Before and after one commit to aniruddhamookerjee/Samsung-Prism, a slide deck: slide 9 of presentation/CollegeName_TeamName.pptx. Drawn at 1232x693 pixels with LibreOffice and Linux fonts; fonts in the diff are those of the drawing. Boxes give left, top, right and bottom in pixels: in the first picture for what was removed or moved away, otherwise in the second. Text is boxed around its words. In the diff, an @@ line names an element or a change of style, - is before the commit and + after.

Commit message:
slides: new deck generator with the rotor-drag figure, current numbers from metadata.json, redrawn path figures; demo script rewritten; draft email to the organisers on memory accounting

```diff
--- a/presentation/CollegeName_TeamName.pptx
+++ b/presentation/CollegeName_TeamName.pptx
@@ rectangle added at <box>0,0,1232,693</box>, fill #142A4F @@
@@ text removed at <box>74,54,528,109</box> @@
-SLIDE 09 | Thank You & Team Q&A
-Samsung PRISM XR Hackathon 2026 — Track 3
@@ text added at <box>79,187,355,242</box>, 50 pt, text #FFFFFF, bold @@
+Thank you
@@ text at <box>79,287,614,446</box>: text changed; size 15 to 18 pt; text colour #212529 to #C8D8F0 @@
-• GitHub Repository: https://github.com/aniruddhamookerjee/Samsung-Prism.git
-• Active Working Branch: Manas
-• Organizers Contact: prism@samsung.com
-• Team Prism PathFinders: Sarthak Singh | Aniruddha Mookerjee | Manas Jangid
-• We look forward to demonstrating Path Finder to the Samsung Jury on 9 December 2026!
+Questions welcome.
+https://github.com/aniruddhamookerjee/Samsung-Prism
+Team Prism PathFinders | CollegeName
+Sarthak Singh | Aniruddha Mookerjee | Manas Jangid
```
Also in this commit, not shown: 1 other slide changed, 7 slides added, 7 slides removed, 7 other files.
──────────
Exercise: All of the material should be set down exactly as it reads.

Response for this exercise:
Before and after one commit to aniruddhamookerjee/Samsung-Prism, a slide deck: slide 9 of presentation/CollegeName_TeamName.pptx. Drawn at 1232x693 pixels with LibreOffice and Linux fonts; fonts in the diff are those of the drawing. Boxes give left, top, right and bottom in pixels: in the first picture for what was removed or moved away, otherwise in the second. Text is boxed around its words. In the diff, an @@ line names an element or a change of style, - is before the commit and + after.

Commit message:
slides: new deck generator with the rotor-drag figure, current numbers from metadata.json, redrawn path figures; demo script rewritten; draft email to the organisers on memory accounting

```diff
--- a/presentation/CollegeName_TeamName.pptx
+++ b/presentation/CollegeName_TeamName.pptx
@@ rectangle added at <box>0,0,1232,693</box>, fill #142A4F @@
@@ text removed at <box>74,54,528,109</box> @@
-SLIDE 09 | Thank You & Team Q&A
-Samsung PRISM XR Hackathon 2026 — Track 3
@@ text added at <box>79,187,355,242</box>, 50 pt, text #FFFFFF, bold @@
+Thank you
@@ text at <box>79,287,614,446</box>: text changed; size 15 to 18 pt; text colour #212529 to #C8D8F0 @@
-• GitHub Repository: https://github.com/aniruddhamookerjee/Samsung-Prism.git
-• Active Working Branch: Manas
-• Organizers Contact: prism@samsung.com
-• Team Prism PathFinders: Sarthak Singh | Aniruddha Mookerjee | Manas Jangid
-• We look forward to demonstrating Path Finder to the Samsung Jury on 9 December 2026!
+Questions welcome.
+https://github.com/aniruddhamookerjee/Samsung-Prism
+Team Prism PathFinders | CollegeName
+Sarthak Singh | Aniruddha Mookerjee | Manas Jangid
```
Also in this commit, not shown: 1 other slide changed, 7 slides added, 7 slides removed, 7 other files.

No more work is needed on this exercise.